> _TASK OBJECTIVE_: Reproduce the listing below word for word, with no pictures.

=== RECORDS FOR PROCESSING ===

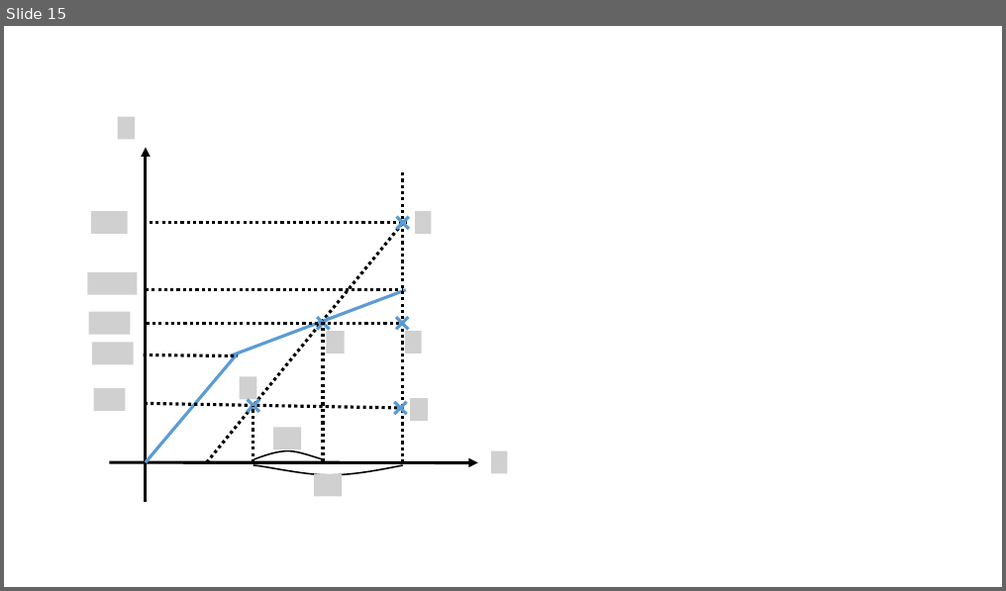
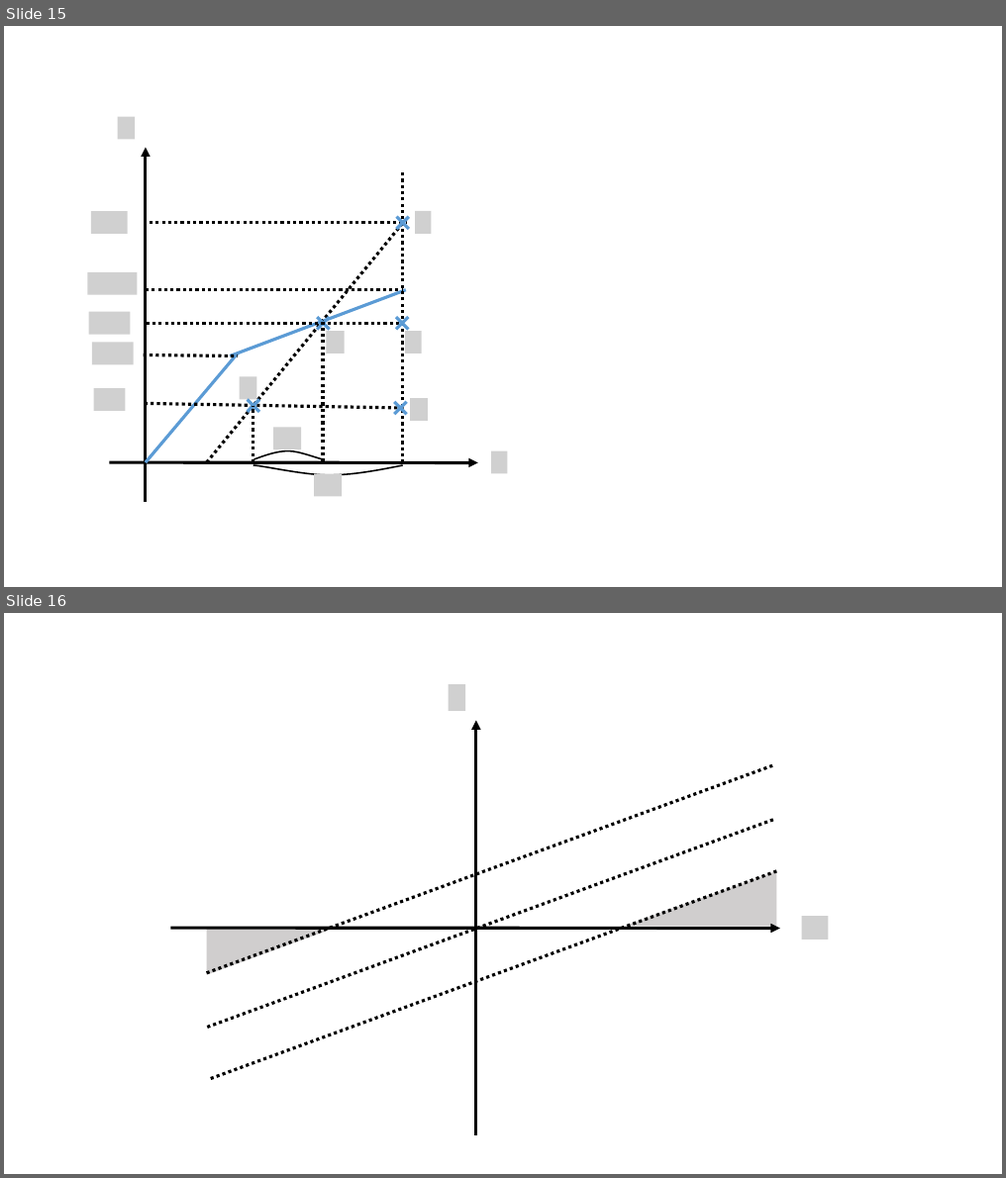
Before and after one commit to kms0523/Study, a slide deck: 그림.pptx. Shown one above the other, each under a label of ours: slide 15 before the commit, slides 15 and 16 after it. The pictures are 1006x591 and 1006x1178 pixels, drawn with LibreOffice and Linux fonts; fonts in the diff are those of the drawing; grey boxes stand for pictures. Boxes give left, top, right and bottom in pixels: in the first picture for what was removed or moved away, otherwise in the second. Text is boxed around its words. In the diff, an @@ line names an element or a change of style, - is before the commit and + after.

```diff
--- a/그림.pptx
+++ b/그림.pptx
@@ slide 16 added at [4,613,1002,1174], background #FFFFFF @@
@@ picture added at [448,684,465,710] @@
@@ arrow added from (476, 1137) to (476, 720), #000000 3 pt @@
@@ line added from (207, 973) to (773, 765), #000000 3 pt dashed @@
@@ line added from (208, 1028) to (773, 820), #000000 3 pt dashed @@
@@ line added from (211, 1078) to (776, 871), #000000 3 pt dashed @@
@@ right triangle added at [626,871,777,926], fill #D0CECE @@
@@ arrow added from (171, 928) to (780, 928), #000000 3 pt @@
@@ right triangle added at [207,928,338,975], fill #D0CECE @@
@@ picture added at [802,916,829,940] @@
```
Also in this commit, not shown: 1 other slide added, 4 other files.

===

> _EXERCISE RESULT_:
Before and after one commit to kms0523/Study, a slide deck: 그림.pptx. Shown one above the other, each under a label of ours: slide 15 before the commit, slides 15 and 16 after it. The pictures are 1006x591 and 1006x1178 pixels, drawn with LibreOffice and Linux fonts; fonts in the diff are those of the drawing; grey boxes stand for pictures. Boxes give left, top, right and bottom in pixels: in the first picture for what was removed or moved away, otherwise in the second. Text is boxed around its words. In the diff, an @@ line names an element or a change of style, - is before the commit and + after.

```diff
--- a/그림.pptx
+++ b/그림.pptx
@@ slide 16 added at [4,613,1002,1174], background #FFFFFF @@
@@ picture added at [448,684,465,710] @@
@@ arrow added from (476, 1137) to (476, 720), #000000 3 pt @@
@@ line added from (207, 973) to (773, 765), #000000 3 pt dashed @@
@@ line added from (208, 1028) to (773, 820), #000000 3 pt dashed @@
@@ line added from (211, 1078) to (776, 871), #000000 3 pt dashed @@
@@ right triangle added at [626,871,777,926], fill #D0CECE @@
@@ arrow added from (171, 928) to (780, 928), #000000 3 pt @@
@@ right triangle added at [207,928,338,975], fill #D0CECE @@
@@ picture added at [802,916,829,940] @@
```
Also in this commit, not shown: 1 other slide added, 4 other files.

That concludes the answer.